La media nazionale italiana si abbassa a causa del Mezzogiorno che purtroppo ha un prodotto interno per abitante inferiore di 860 euro a quello del Portogallo. C'è da chiedersi, comunque, se le cifre ufficiali riescano a catturare effettivamente il sommerso del Sud.
Consideriamo ora l'export, il più nitido indicatore di competitività. Nei primi nove mesi del 2007 la bilancia commerciale comparata dei tre Paesi analizzati è stata la seguente: Italia -7,7 miliardi di euro; Regno Unito -91; Spagna -67,2. Ma, se consideriamo il commercio estero al netto dei minerali energetici, nel periodo gennaio-settembre 2007 l'Italia ha presentato uno straordinario surplus di 28,8 miliardi, mentre la Gran Bretagna senza petrolio è risultata in "rosso" per più di 60 miliardi di sterline (circa 85 miliardi di euro).
Ma c'è di più: nei primi 9 mesi del 2007 il Nord-Centro ha esportato grosso modo quanto l'intero Regno Unito (230 miliardi di euro contro 232 miliardi), mentre il Nord da solo ha esportato 59 miliardi di euro in più della Spagna (189 miliardi contro 130).
Ciò detto, noi ammiriamo il Regno Unito per la snellezza della sua burocrazia, per il civismo della sua popolazione, per l'efficienza della sua giustizia, per la rilevanza di Londra nella finanza mondiale. Ma nel contempo ci piacerebbe che i giornali inglesi riconoscessero all'Italia una capacità imprenditoriale e innovativa che ha fatto scuola nel mondo in vari settori. Così ammiriamo la stabilità dei Governi spagnoli, la continuità delle politiche economiche pur nella alternanza dei Governi stessi, la capacità della Madrid di collocare sue personalità ai vertici di organismi europei ed internazionali. Ma non possiamo dimenticare che il differenziale di reddito totale tra Italia e Spagna è pari a oltre 560 miliardi di euro (dati del 2006 a prezzi correnti) e che la manifattura spagnola è ben poca cosa a fronte di quella italiana. Solo nel turismo siamo stati superati, ancorché non surclassati.

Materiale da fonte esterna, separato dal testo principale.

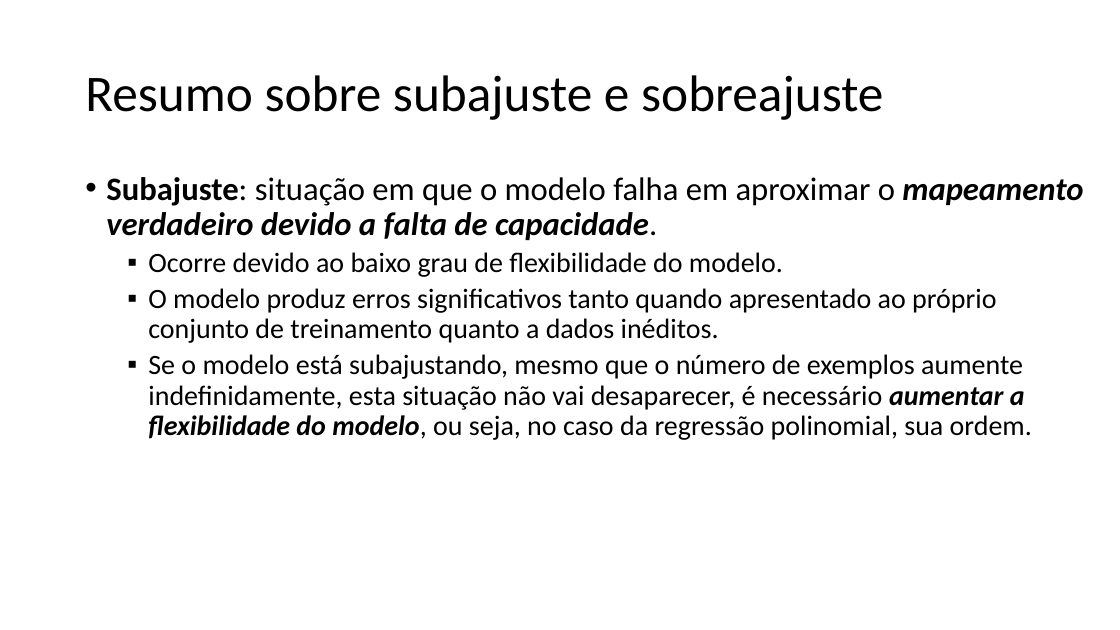
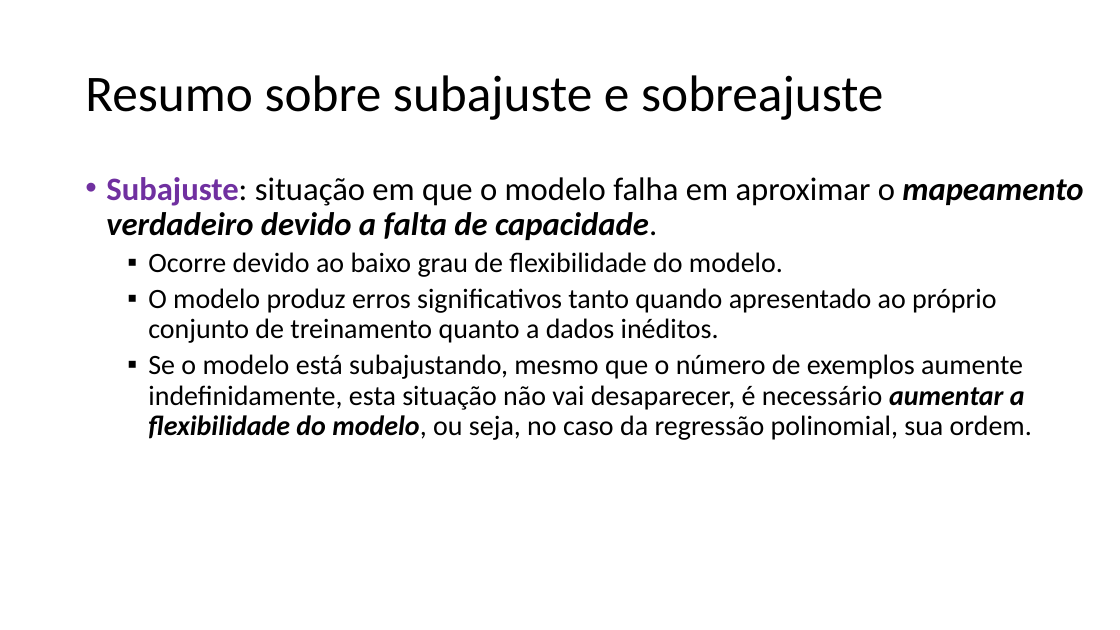
Before and after one commit to zz4fap/t319_aprendizado_de_maquina, a slide deck: slide 22 of slides/T319_Regressão_Linear (Parte IV).pptx. Drawn at 1120x630 pixels with LibreOffice and Linux fonts; fonts in the diff are those of the drawing. Boxes give left, top, right and bottom in pixels: in the first picture for what was removed or moved away, otherwise in the second. Text is boxed around its words. In the diff, an @@ line names an element or a change of style, - is before the commit and + after.

```diff
--- a/slides/T319_Regressão_Linear (Parte IV).pptx
+++ b/slides/T319_Regressão_Linear (Parte IV).pptx
@@ text at (x1=106, y1=177, x2=1083, y2=240): text colour #000000 to #7030A0 in "Subajuste:" @@
```
Also in this commit, not shown: 8 other slides changed, 1 other file.
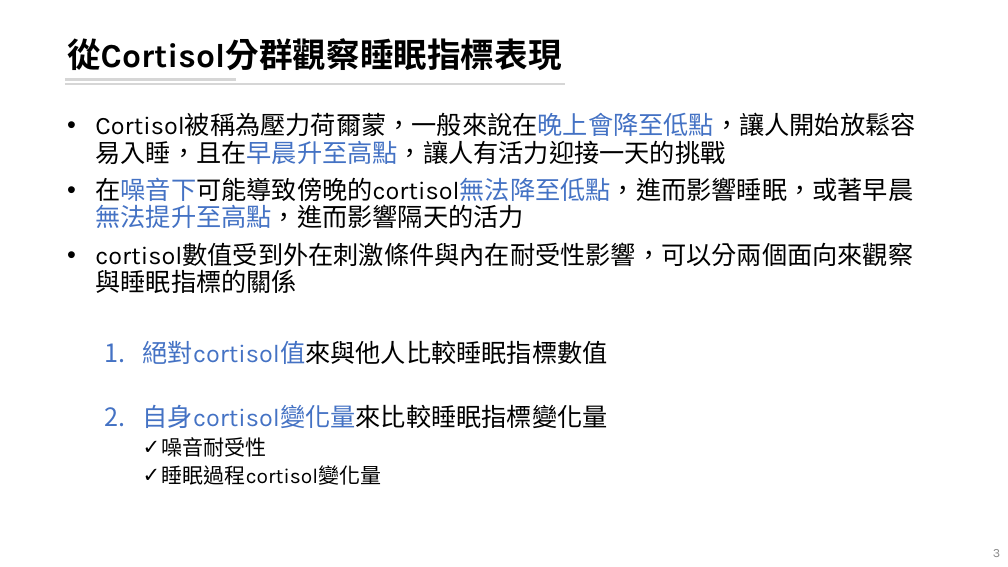
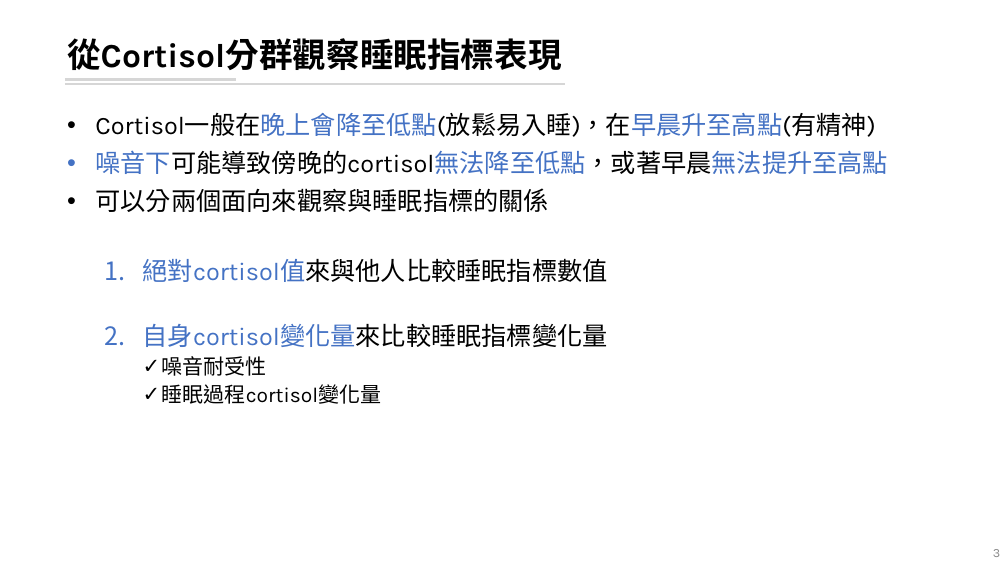
Before and after one commit to leooel97895750/REM_DataMining, a slide deck: slide 3 of 20210807_REM分析.pptx. Drawn at 1008x567 pixels with LibreOffice and Linux fonts; fonts in the diff are those of the drawing. Boxes give left, top, right and bottom in pixels: in the first picture for what was removed or moved away, otherwise in the second. Text is boxed around its words. In the diff, an @@ line names an element or a change of style, - is before the commit and + after.

```diff
--- a/20210807_REM分析.pptx
+++ b/20210807_REM分析.pptx
@@ text at (95, 112, 888, 212): text changed @@
-• Cortisol被稱為壓力荷爾蒙，一般來說在晚上會降至低點，讓人開始放鬆容易入睡，且在早晨升至高點，讓人有活力迎接一天的挑戰
-• 在噪音下可能導致傍晚的cortisol無法降至低點，進而影響睡眠，或著早晨無法提升至高點，進而影響隔天的活力
-• cortisol數值受到外在刺激條件與內在耐受性影響，可以分兩個面向來觀察與睡眠指標的關係
+• Cortisol一般在晚上會降至低點(放鬆易入睡)，在早晨升至高點(有精神)
+• 噪音下可能導致傍晚的cortisol無法降至低點，或著早晨無法提升至高點
+• 可以分兩個面向來觀察與睡眠指標的關係
```
Also in this commit, not shown: 14 other slides changed, 12 slides added, 1 slide removed, 12 other files.

Se la politica-partitica trovasse in Italia una capacità innovativa almeno pari a quella che dimostrano le imprese, magari con un Governo bipolare che durasse cinque anni per fare vere riforme strutturali, per ridimensionare la spesa pubblica burocratica, per riportare alla legalità alcune regioni, allora il nostro Paese potrebbe ritornare ai vertici delle classifiche mondiali anche per livello complessivo di civiltà.